■ **WHAT NEEDS TO BE DONE**
Once more, print the records exactly as given.

++++ RECORDS FOR THE TASK ++++

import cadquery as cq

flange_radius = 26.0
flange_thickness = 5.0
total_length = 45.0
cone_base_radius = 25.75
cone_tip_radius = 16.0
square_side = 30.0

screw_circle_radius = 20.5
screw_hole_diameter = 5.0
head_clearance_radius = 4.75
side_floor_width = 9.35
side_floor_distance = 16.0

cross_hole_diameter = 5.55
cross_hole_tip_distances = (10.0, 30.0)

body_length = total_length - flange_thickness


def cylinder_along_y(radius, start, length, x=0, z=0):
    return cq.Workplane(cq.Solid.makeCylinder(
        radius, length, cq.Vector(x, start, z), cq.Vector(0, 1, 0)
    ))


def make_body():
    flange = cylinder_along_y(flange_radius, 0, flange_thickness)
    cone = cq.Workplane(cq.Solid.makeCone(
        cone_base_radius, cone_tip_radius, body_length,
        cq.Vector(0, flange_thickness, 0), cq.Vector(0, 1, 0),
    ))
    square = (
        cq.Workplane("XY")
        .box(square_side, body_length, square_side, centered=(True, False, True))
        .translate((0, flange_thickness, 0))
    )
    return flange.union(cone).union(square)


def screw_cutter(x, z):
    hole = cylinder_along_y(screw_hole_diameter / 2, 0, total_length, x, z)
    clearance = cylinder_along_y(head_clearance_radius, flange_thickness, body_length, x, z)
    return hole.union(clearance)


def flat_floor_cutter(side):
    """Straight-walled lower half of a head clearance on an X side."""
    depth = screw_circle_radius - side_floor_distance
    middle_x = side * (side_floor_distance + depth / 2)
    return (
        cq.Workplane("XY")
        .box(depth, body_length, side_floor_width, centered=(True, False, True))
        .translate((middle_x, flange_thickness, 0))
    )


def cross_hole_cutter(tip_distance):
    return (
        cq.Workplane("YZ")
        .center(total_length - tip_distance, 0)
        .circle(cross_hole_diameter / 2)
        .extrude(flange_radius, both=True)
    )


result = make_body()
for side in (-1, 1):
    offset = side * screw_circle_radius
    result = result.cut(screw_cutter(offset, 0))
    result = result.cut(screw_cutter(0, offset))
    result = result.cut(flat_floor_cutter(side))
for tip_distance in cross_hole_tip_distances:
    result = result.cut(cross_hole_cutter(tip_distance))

++++

■ **RESULT OF THIS TASK**
import cadquery as cq

flange_radius = 26.0
flange_thickness = 5.0
total_length = 45.0
cone_base_radius = 25.75
cone_tip_radius = 16.0
square_side = 30.0

screw_circle_radius = 20.5
screw_hole_diameter = 5.0
head_clearance_radius = 4.75
side_floor_width = 9.35
side_floor_distance = 16.0

cross_hole_diameter = 5.55
cross_hole_tip_distances = (10.0, 30.0)

body_length = total_length - flange_thickness


def cylinder_along_y(radius, start, length, x=0, z=0):
    return cq.Workplane(cq.Solid.makeCylinder(
        radius, length, cq.Vector(x, start, z), cq.Vector(0, 1, 0)
    ))


def make_body():
    flange = cylinder_along_y(flange_radius, 0, flange_thickness)
    cone = cq.Workplane(cq.Solid.makeCone(
        cone_base_radius, cone_tip_radius, body_length,
        cq.Vector(0, flange_thickness, 0), cq.Vector(0, 1, 0),
    ))
    square = (
        cq.Workplane("XY")
        .box(square_side, body_length, square_side, centered=(True, False, True))
        .translate((0, flange_thickness, 0))
    )
    return flange.union(cone).union(square)


def screw_cutter(x, z):
    hole = cylinder_along_y(screw_hole_diameter / 2, 0, total_length, x, z)
    clearance = cylinder_along_y(head_clearance_radius, flange_thickness, body_length, x, z)
    return hole.union(clearance)


def flat_floor_cutter(side):
    """Straight-walled lower half of a head clearance on an X side."""
    depth = screw_circle_radius - side_floor_distance
    middle_x = side * (side_floor_distance + depth / 2)
    return (
        cq.Workplane("XY")
        .box(depth, body_length, side_floor_width, centered=(True, False, True))
        .translate((middle_x, flange_thickness, 0))
    )


def cross_hole_cutter(tip_distance):
    return (
        cq.Workplane("YZ")
        .center(total_length - tip_distance, 0)
        .circle(cross_hole_diameter / 2)
        .extrude(flange_radius, both=True)
    )


result = make_body()
for side in (-1, 1):
    offset = side * screw_circle_radius
    result = result.cut(screw_cutter(offset, 0))
    result = result.cut(screw_cutter(0, offset))
    result = result.cut(flat_floor_cutter(side))
for tip_distance in cross_hole_tip_distances:
    result = result.cut(cross_hole_cutter(tip_distance))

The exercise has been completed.